Jones Brooklyn had stopped listening to the twins for a good while. He is now convinced that they are using drugs behind his back, despite the interdiction in the Diabbakas ethics charter. On the other hand, he concedes that Billionaire must be an amazing actor, good enough to manipulate the twins to the point of rendering them sensitive to human sufferance. Jones advises Yvon and Yves to forget about everything the hostage told them and concentrate on more serious matters. He orders Yvon Baudouin, the right-handed twin, to head for Carrefour, where Jones set up a meeting between him and a visitor from abroad that he recruited on Facebook. The bloke is supposed to be an ex-member of Chuck's Quebecois gang, recently converted to the Seventh-Day Adventist Church. Brikoleur, as he is known in Carrefour, will meet him in front of the Sports center of the commune. Yves Lacroix, the left-handed twin, is sent to Jacmel, to gather information from a guy who spent time in jail with Chuck back in Montreal. It is fair to believe that this Paquito Luis Villacampa holds a lot of information on Chuck Canada and his secret stash of money. 


chapter 2a 
(The Reclining Chair) 


Moïse Berri 
and the Reconstruction of the Haitian 
Space Agency 



by Jude Jarda 


2a 
The Reclining Chair 


The sun rises for every soul of the shanty town located on the south side of Mizerikod, but Chuck Three-Brothers stays away from the daylight by choice. That's his way to keep feeding the stories about his evil nature and nourish the myth that depicts him as an immortal specter. His hideout is under the rubble of a collapse blacksmith shop. The place is hot like a furnace and is only accessible through a small gap between two crushed doors. Chuck is in the company of Jim Falafel and Jeff Sprinter, his main lieutenants; two other Haitian natives that were expatriated from Canada by a judge who tagged them as irrecoverable offenders and a considerable threat to national security. Jim is a slim fellow who dresses like a real dandy. He also spends all his free time at the barbershop, working on his hairdos and watching international sporting events on satellite television. Jim Falafel got stuck with that unusual nickname when his buddies found him in a humid cave at the foot of the Black Mountains, agitated and delirious, repeatedly yelling that Egyptian word. Deprived of food and shelter for days, he had been on the run and hiding from the police, but got lost after a storm. More laid back, Jeff Sprinter is a great hulk of a guy who shadow boxes and does push ups all day. He only wears tracksuits and snickers, even at funerals and weddings. 

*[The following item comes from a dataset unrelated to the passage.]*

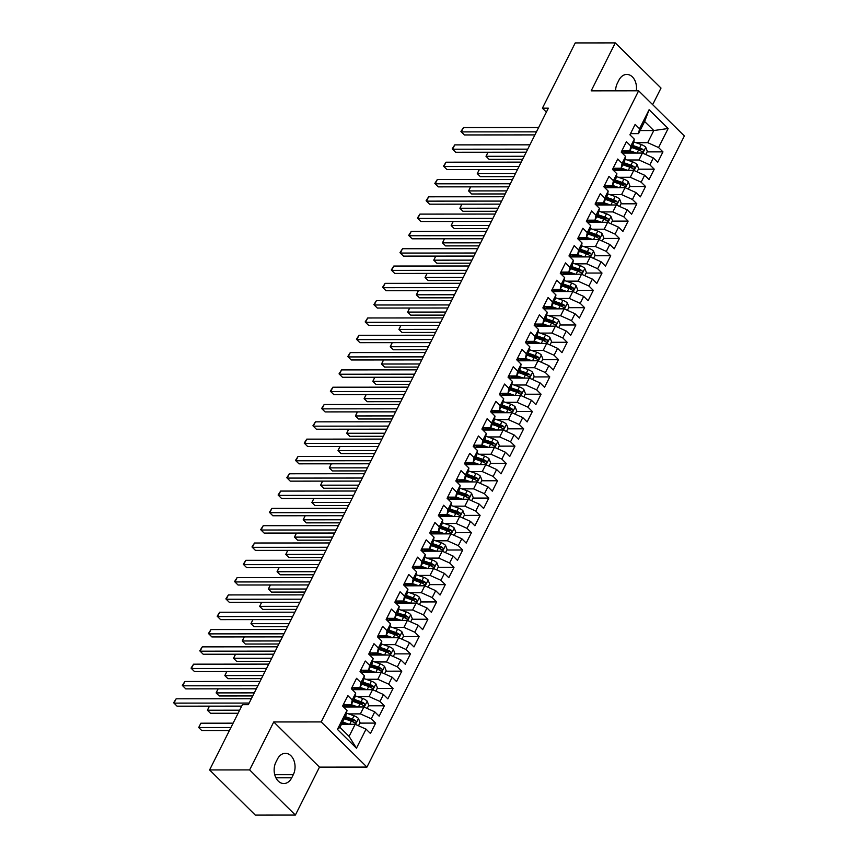 <?xml version="1.0" encoding="UTF-8"?>
<svg xmlns="http://www.w3.org/2000/svg" width="858" height="858" viewBox="0 0 858 858"><rect width="100%" height="100%" fill="white"/><g stroke="black" fill="none" stroke-linecap="round" stroke-linejoin="round"><path stroke-width="1.29" d="M652.659 104.665L661.014 88.063L615.283 42.9L575.235 42.932L542.406 108.183L546.374 112.098M366.945 767.084L684.362 135.972L638.631 90.809L321.214 721.932L366.945 767.084L319.476 767.127L273.745 721.964L249.635 769.916L295.366 815.068L319.476 767.127M295.366 815.068L255.319 815.1L209.588 769.937L249.635 769.916M356.467 748.197L337.43 729.397L347.007 710.36L346.021 715.24L339.929 727.359L349.077 736.389L356.467 748.197L366.044 729.15L370.431 733.483L375.654 723.101L371.267 718.768L374.753 711.84L379.139 716.173L384.363 705.791L379.976 701.458L383.462 694.53L387.848 698.862L393.071 688.481L388.685 684.148L392.16 677.219L396.557 681.552L401.78 671.17L397.383 666.838L400.868 659.909L405.255 664.242L410.478 653.86L406.091 649.527L409.577 642.599L413.964 646.932L419.187 636.55L414.8 632.217L418.286 625.289L422.672 629.622L427.895 619.24L423.509 614.907L426.984 607.99L431.381 612.322L436.604 601.93L432.207 597.597L435.692 590.679L440.079 595.012L445.302 584.62L440.915 580.287L444.401 573.369L448.788 577.702L454.011 567.31L449.624 562.977L453.11 556.059L457.496 560.392L462.719 549.999L458.333 545.667L461.808 538.749L466.194 543.082L471.428 532.689L467.031 528.356L470.516 521.439L474.903 525.772L480.126 515.379L475.74 511.046L479.225 504.129L483.612 508.462L488.835 498.069L484.448 493.736L487.934 486.818L492.32 491.151L497.543 480.759L493.157 476.426L496.632 469.508L501.018 473.841L506.241 463.449L501.855 459.116L505.341 452.198L509.727 456.531L514.95 446.139L510.564 441.806L514.049 434.888L518.436 439.221L523.659 428.828L519.272 424.495L522.758 417.578L527.144 421.911L532.368 411.518L527.981 407.185L531.456 400.268L535.842 404.601L541.066 394.208L536.679 389.886L540.165 382.958L544.551 387.29L549.774 376.909L545.388 372.576L548.873 365.647L553.26 369.98L558.483 359.599L554.096 355.266L557.571 348.337L561.969 352.67L567.192 342.288L562.805 337.955L566.28 331.027L570.667 335.36L575.89 324.978L571.503 320.645L574.989 313.717L579.375 318.05L584.598 307.668L580.212 303.335L583.697 296.407L588.084 300.74L593.307 290.358L588.92 286.025L592.395 279.097L596.793 283.43L602.016 273.048L597.629 268.715L601.104 261.787L605.491 266.119L610.714 255.738L606.327 251.405L609.813 244.476L614.199 248.809L619.422 238.427L615.036 234.095L618.521 227.166L622.908 231.499L628.131 221.117L623.745 216.784L627.219 209.856L631.617 214.189L636.84 203.807L632.443 199.474L635.928 192.546L640.315 196.879L645.538 186.497L641.151 182.164L644.637 175.236L649.023 179.569L654.246 169.187L649.86 164.854L653.346 157.926L657.732 162.259L662.955 151.877L647.082 151.887M640.089 130.555L653.785 130.545L668.146 128.507L649.109 109.706L639.532 128.743L635.145 124.41L629.922 134.803L634.309 139.135L630.823 146.053L626.437 141.72L621.213 152.113L625.6 156.446L622.114 163.363L617.728 159.03L612.505 169.423L616.891 173.756L613.416 180.673L609.019 176.34L603.796 186.733L608.193 191.066L604.708 197.983L600.321 193.651L595.098 204.043L599.485 208.376L595.999 215.294L591.612 210.961L586.389 221.353L590.776 225.686L587.29 232.604L582.904 228.271L577.681 238.663L582.067 242.996L578.592 249.914L574.206 245.581L568.972 255.974L573.369 260.306L569.884 267.224L565.497 262.891L560.274 273.284L564.661 277.617L561.175 284.534L556.788 280.201L551.565 290.594L555.952 294.927L552.466 301.844L548.08 297.511L542.857 307.904L547.243 312.237L543.768 319.155L539.382 314.822L534.159 325.203L538.545 329.536L535.06 336.465L530.673 332.132L525.45 342.514L529.836 346.846L526.351 353.775L521.964 349.442L516.741 359.824L521.128 364.157L517.642 371.085L513.256 366.752L508.033 377.134L512.419 381.467L508.944 388.395L504.558 384.062L499.335 394.444L503.721 398.777L500.235 405.705L495.849 401.372L490.626 411.754L495.012 416.087L491.527 423.015L487.14 418.683L481.917 429.064L486.304 433.397L482.818 440.326L478.432 435.993L473.208 446.375L477.595 450.707L474.12 457.636L469.734 453.303L464.51 463.685L468.897 468.018L465.411 474.946L461.025 470.613L455.802 480.995L460.188 485.328L456.703 492.256L452.316 487.923L447.093 498.305L451.48 502.638L448.005 509.566L443.607 505.233L438.384 515.615L442.771 519.948L439.296 526.876L434.909 522.543L429.686 532.925L434.073 537.258L430.587 544.187L426.201 539.854L420.978 550.235L425.364 554.568L421.879 561.497L417.492 557.164L412.269 567.546L416.656 571.878L413.181 578.807L408.783 574.474L403.56 584.856L407.958 589.189L404.472 596.117L400.085 591.784L394.862 602.166L399.249 606.499L395.763 613.427L391.377 609.094L386.154 619.476L390.54 623.809L387.055 630.737L382.668 626.404L377.445 636.786L381.831 641.119L378.357 648.047L373.959 643.715L368.736 654.096L373.133 658.429L369.648 665.347L365.261 661.014L360.038 671.406L364.425 675.739L360.939 682.657L356.553 678.324L351.33 688.717L355.716 693.05L352.23 699.967L347.844 695.634L342.621 706.027L347.007 710.36M668.146 128.507L658.569 147.544L662.955 151.877M209.588 769.937L242.406 704.686L248.337 704.675L548.348 108.183L542.406 108.183M622.179 153.067L642.46 153.056L638.985 159.974L627.187 159.985M653.346 157.926L642.46 153.056M649.86 164.854L638.985 159.974M649.109 109.706L644.637 121.514L638.545 133.633L630.501 133.644M639.532 128.743L638.545 133.633M613.47 170.377L633.762 170.367L630.276 177.284L618.479 177.295M644.637 175.236L633.762 170.367M641.151 182.164L630.276 177.284M634.309 139.135L633.322 144.015L629.836 150.944L621.793 150.954M630.823 146.053L629.836 150.944M604.772 187.688L625.053 187.666L621.567 194.594L609.781 194.605M635.928 192.546L625.053 187.666M632.443 199.474L621.567 194.594M625.6 156.446L624.613 161.325L621.128 168.254L613.095 168.265M622.114 163.363L621.128 168.254M596.063 204.998L616.344 204.976L612.869 211.905L601.072 211.915M627.219 209.856L616.344 204.976M623.745 216.784L612.869 211.905M616.891 173.756L615.905 178.636L612.419 185.564L604.386 185.575M613.416 180.673L612.419 185.564M587.355 222.308L607.636 222.286L604.161 229.215L592.363 229.225M618.521 227.166L607.636 222.286M615.036 234.095L604.161 229.215M608.193 191.066L607.196 195.946L603.721 202.874L595.677 202.874M604.708 197.983L603.721 202.874M578.646 239.618L598.938 239.597L595.452 246.525L583.655 246.536M609.813 244.476L598.938 239.597M606.327 251.405L595.452 246.525M599.485 208.376L598.498 213.256L595.012 220.184L586.969 220.184M595.999 215.294L595.012 220.184M569.948 256.928L590.229 256.907L586.743 263.835L574.957 263.846M601.104 261.787L590.229 256.907M597.629 268.715L586.743 263.835M590.776 225.686L589.789 230.566L586.304 237.494L578.271 237.494M587.29 232.604L586.304 237.494M561.239 274.238L581.52 274.217L578.045 281.145L566.248 281.156M592.395 279.097L581.52 274.217M588.92 286.025L578.045 281.145M582.067 242.996L581.08 247.876L577.595 254.805L569.562 254.805M578.592 249.914L577.595 254.805M552.531 291.548L572.822 291.527L569.337 298.455L557.539 298.466M583.697 296.407L572.822 291.527M580.212 303.335L569.337 298.455M573.369 260.306L572.372 265.186L568.897 272.115L560.853 272.115M569.884 267.224L568.897 272.115M543.833 308.859L564.114 308.837L560.628 315.765L548.83 315.776M574.989 313.717L564.114 308.837M571.503 320.645L560.628 315.765M564.661 277.617L563.674 282.496L560.188 289.425L552.144 289.425M561.175 284.534L560.188 289.425M535.124 326.169L555.405 326.147L551.919 333.076L540.132 333.086M566.28 331.027L555.405 326.147M562.805 337.955L551.919 333.076M555.952 294.927L554.965 299.807L551.48 306.735L543.446 306.735M552.466 301.844L551.48 306.735M526.415 343.479L546.696 343.457L543.221 350.386L531.424 350.396M557.571 348.337L546.696 343.457M554.096 355.266L543.221 350.386M547.243 312.237L546.256 317.117L542.771 324.045L534.738 324.045M543.768 319.155L542.771 324.045M517.706 360.789L537.998 360.768L534.513 367.696L522.715 367.707M548.873 365.647L537.998 360.768M545.388 372.576L534.513 367.696M538.545 329.536L537.548 334.427L534.073 341.355L526.029 341.355M535.06 336.465L534.073 341.355M509.009 378.099L529.289 378.078L525.804 385.006L514.006 385.017M540.165 382.958L529.289 378.078M536.679 389.886L525.804 385.006M529.836 346.846L528.85 351.737L525.364 358.665L517.32 358.665M526.351 353.775L525.364 358.665M500.3 395.399L520.581 395.388L517.095 402.316L505.308 402.327M531.456 400.268L520.581 395.388M527.981 407.185L517.095 402.316M521.128 364.157L520.141 369.047L516.655 375.976L508.622 375.976M517.642 371.085L516.655 375.976M491.591 412.709L511.872 412.698L508.397 419.626L496.6 419.626M522.758 417.578L511.872 412.698M519.272 424.495L508.397 419.626M512.419 381.467L511.432 386.357L507.957 393.286L499.914 393.286M508.944 388.395L507.957 393.286M482.882 430.019L503.174 430.008L499.688 436.936L487.891 436.936M514.049 434.888L503.174 430.008M510.564 441.806L499.688 436.936M503.721 398.777L502.724 403.668L499.249 410.596L491.205 410.596M500.235 405.705L499.249 410.596M474.184 447.329L494.465 447.318L490.98 454.247L479.182 454.247M505.341 452.198L494.465 447.318M501.855 459.116L490.98 454.247M495.012 416.087L494.026 420.978L490.54 427.906L482.496 427.906M491.527 423.015L490.54 427.906M465.476 464.639L485.757 464.628L482.271 471.557L470.484 471.557M496.632 469.508L485.757 464.628M493.157 476.426L482.271 471.557M486.304 433.397L485.317 438.288L481.831 445.205L473.798 445.216M482.818 440.326L481.831 445.205M456.767 481.949L477.048 481.939L473.573 488.867L461.776 488.867M487.934 486.818L477.048 481.939M484.448 493.736L473.573 488.867M477.595 450.707L476.608 455.598L473.133 462.516L465.09 462.526M474.12 457.636L473.133 462.516M448.058 499.259L468.35 499.249L464.864 506.177L453.067 506.177M479.225 504.129L468.35 499.249M475.74 511.046L464.864 506.177M468.897 468.018L467.91 472.908L464.425 479.826L456.381 479.837M465.411 474.946L464.425 479.826M439.36 516.57L459.641 516.559L456.156 523.477L444.358 523.487M470.516 521.439L459.641 516.559M467.031 528.356L456.156 523.477M460.188 485.328L459.202 490.218L455.716 497.136L447.683 497.147M456.703 492.256L455.716 497.136M430.652 533.88L450.933 533.869L447.447 540.787L435.66 540.797M461.808 538.749L450.933 533.869M458.333 545.667L447.447 540.787M451.48 502.638L450.493 507.528L447.007 514.446L438.974 514.457M448.005 509.566L447.007 514.446M421.943 551.19L442.224 551.179L438.749 558.097L426.952 558.108M453.11 556.059L442.224 551.179M449.624 562.977L438.749 558.097M442.771 519.948L441.784 524.839L438.309 531.756L430.266 531.767M439.296 526.876L438.309 531.756M413.234 568.5L433.526 568.489L430.04 575.407L418.243 575.418M444.401 573.369L433.526 568.489M440.915 580.287L430.04 575.407M434.073 537.258L433.086 542.149L429.601 549.066L421.557 549.077M430.587 544.187L429.601 549.066M404.536 585.81L424.817 585.8L421.332 592.717L409.545 592.728M435.692 590.679L424.817 585.8M432.207 597.597L421.332 592.717M425.364 554.568L424.378 559.459L420.892 566.377L412.859 566.387M421.879 561.497L420.892 566.377M395.828 603.12L416.109 603.11L412.623 610.027L400.836 610.038M426.984 607.99L416.109 603.11M423.509 614.907L412.623 610.027M416.656 571.878L415.669 576.769L412.183 583.687L404.15 583.697M413.181 578.807L412.183 583.687M387.119 620.431L407.4 620.42L403.925 627.337L392.127 627.348M418.286 625.289L407.4 620.42M414.8 632.217L403.925 627.337M407.958 589.189L406.96 594.079L403.485 600.997L395.441 601.008M404.472 596.117L403.485 600.997M378.41 637.741L398.702 637.73L395.216 644.648L383.419 644.658M409.577 642.599L398.702 637.73M406.091 649.527L395.216 644.648M399.249 606.499L398.262 611.389L394.777 618.307L386.733 618.318M395.763 613.427L394.777 618.307M369.712 655.051L389.993 655.04L386.508 661.958L374.721 661.968M400.868 659.909L389.993 655.04M397.383 666.838L386.508 661.958M390.54 623.809L389.553 628.7L386.068 635.617L378.035 635.628M387.055 630.737L386.068 635.617M361.004 672.361L381.284 672.35L377.799 679.268L366.012 679.279M392.16 677.219L381.284 672.35M388.685 684.148L377.799 679.268M381.831 641.119L380.845 646.01L377.359 652.927L369.326 652.938M378.357 648.047L377.359 652.927M352.295 689.671L372.576 689.66L369.101 696.578L357.303 696.589M383.462 694.53L372.576 689.66M379.976 701.458L369.101 696.578M373.133 658.429L372.136 663.309L368.661 670.237L360.617 670.248M369.648 665.347L368.661 670.237M343.586 706.981L363.878 706.971L360.392 713.888L348.595 713.899M374.753 711.84L363.878 706.971M371.267 718.768L360.392 713.888M364.425 675.739L363.438 680.619L359.952 687.548L351.909 687.558M360.939 682.657L359.952 687.548M341.473 724.281L355.169 724.281L349.077 736.389M366.044 729.15L355.169 724.281M355.716 693.05L354.729 697.929L351.244 704.858L343.211 704.868M352.23 699.967L351.244 704.858M273.745 721.964L321.214 721.932M615.283 42.9L591.162 90.851L638.631 90.809M635.896 142.675L647.683 142.664L653.785 130.545L644.637 121.514M337.43 729.397L339.929 727.359M658.569 147.544L647.683 142.664M275.901 762.183A13.556 9.674 90 0 0 275.225 776.233A13.556 9.674 90 0 0 283.826 783.547A13.556 9.674 90 0 0 291.731 777.798L293.297 774.688A13.556 9.674 90 0 0 293.972 760.628A13.556 9.674 90 0 0 285.371 753.313A13.556 9.674 90 0 0 277.477 759.062L275.901 762.183M636.293 90.819A13.556 9.674 90 0 0 626.823 74.431A13.556 9.674 90 0 0 618.918 80.169L617.352 83.29A13.556 9.674 90 0 0 615.594 90.83M375.654 723.101L359.781 723.112M384.363 705.791L368.49 705.802M351.072 705.812L345.924 705.823M393.071 688.481L377.198 688.491M359.77 688.502L354.633 688.513M401.78 671.17L385.907 671.181M368.479 671.192L363.331 671.203M410.478 653.86L394.605 653.871M377.188 653.882L372.04 653.893M419.187 636.55L403.314 636.561M385.896 636.572L380.748 636.582M427.895 619.24L412.022 619.251M394.594 619.261L389.457 619.272M436.604 601.93L420.731 601.941M403.303 601.951L398.155 601.962M445.302 584.62L429.429 584.63M412.012 584.641L406.864 584.652M454.011 567.31L438.138 567.32M420.71 567.331L415.572 567.342M462.719 549.999L446.846 550.01M429.418 550.032L424.27 550.032M471.428 532.689L455.544 532.7M438.127 532.721L432.979 532.721M480.126 515.379L464.253 515.39M446.836 515.411L441.688 515.411M488.835 498.069L472.962 498.08M455.534 498.101L450.396 498.101M497.543 480.759L481.67 480.77M464.242 480.791L459.094 480.791M506.241 463.449L490.368 463.459M472.951 463.481L467.803 463.481M514.95 446.139L499.077 446.149M481.66 446.171L476.512 446.171M523.659 428.828L507.786 428.85M490.358 428.861L485.22 428.861M532.368 411.518L516.495 411.54M499.066 411.55L493.918 411.55M541.066 394.208L525.193 394.23M507.775 394.24L502.627 394.24M549.774 376.909L533.901 376.919M516.484 376.93L511.336 376.93M558.483 359.599L542.61 359.609M525.182 359.62L520.045 359.62M567.192 342.288L551.319 342.299M533.89 342.31L528.742 342.31M575.89 324.978L560.017 324.989M542.599 325L537.451 325M584.598 307.668L568.725 307.679M551.308 307.69L546.16 307.69M593.307 290.358L577.434 290.369M560.006 290.379L554.869 290.379M602.016 273.048L586.143 273.058M568.715 273.069L563.567 273.069M610.714 255.738L594.841 255.748M577.423 255.759L572.275 255.759M619.422 238.427L603.549 238.438M586.132 238.449L580.984 238.449M628.131 221.117L612.258 221.128M594.83 221.139L589.693 221.139M636.84 203.807L620.967 203.818M603.539 203.829L598.391 203.829M645.538 186.497L629.665 186.508M612.247 186.518L607.099 186.529M654.246 169.187L638.373 169.198M620.956 169.208L615.808 169.219M629.654 151.898L624.517 151.909M249.152 703.067L173.981 703.12L176.158 698.798L251.33 698.734M241.677 706.123L177.07 706.177L173.638 702.734L176.158 698.798M358.462 725.75L360.049 722.597L358.44 718.425A5.609 2.263 -153.3 0 0 353.989 715.776L346.45 713.148M349.195 724.281L342.632 721.986M345.688 724.281L342.106 723.037M233.097 723.176L200.879 723.208L198.702 727.53L201.791 730.587L229.386 730.566M344.283 718.704L351.297 721.149A5.609 2.263 26.7 0 1 354.633 722.876C356.177 723.122 356.531 722.425 355.684 720.795A5.609 2.263 -153.3 0 0 352.338 719.068L345.324 716.623M344.798 717.663L352.627 720.398A2.864 1.158 26.7 0 1 353.55 720.795L355.684 720.795M354.633 722.876L355.287 723.101M200.879 723.208L198.702 727.53L230.92 727.509M257.85 685.756L182.69 685.81L184.867 681.488L260.028 681.424M256.317 688.813L185.778 688.867L182.346 685.424L184.867 681.488M266.559 668.446L191.398 668.5L193.576 664.178L268.736 664.113M265.025 671.503L194.487 671.557L191.044 668.125L193.576 664.178M367.16 708.44L368.747 705.287L367.149 701.115A5.609 2.263 -153.3 0 0 362.698 698.466L355.148 695.838M346.106 704.858A7.733 3.121 26.7 0 1 345.978 705.705L345.334 706.981M357.904 706.971L351.34 704.675M354.386 706.971L349.26 705.179A13.449 5.427 -153.3 0 0 348.273 704.858M209.459 706.145L207.411 710.22L210.5 713.277L238.095 713.255M342.943 705.383L343.844 706.713A7.733 3.121 26.7 0 1 344.015 706.981M352.992 701.394L359.995 703.839A5.609 2.263 26.7 0 1 363.342 705.566C364.886 705.812 365.229 705.115 364.382 703.485A5.609 2.263 -153.3 0 0 361.046 701.758L354.032 699.313M353.507 700.364L361.325 703.088A2.864 1.158 26.7 0 1 362.248 703.485L364.382 703.485M363.342 705.566L363.985 705.791M209.395 706.145L207.411 710.22L239.629 710.199M375.868 691.13L377.456 687.977L375.858 683.805A5.609 2.263 -153.3 0 0 371.407 681.155L363.856 678.528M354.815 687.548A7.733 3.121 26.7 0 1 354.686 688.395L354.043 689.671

Chuck Three-Brothers is reviewing the recent activities of the gang with his two associates. He tackles a number of issues; notably the fact that the junior members of the crew have been parading around town a little too much. They have been seen mingling with law-abiding citizens and talking in public with far too many honest folks. Chuck warns Sprinter and Falafel that such behavior is bound to attract wannabe thugs in the inner circle of the association. Inviting a flock of sheep to play with a pack of wolves will no doubt make us look less menacing in the eyes of the general population. The gang leader then carries on with the weekly report of the organization, focusing on the proceeds and the way he plans to split the moola.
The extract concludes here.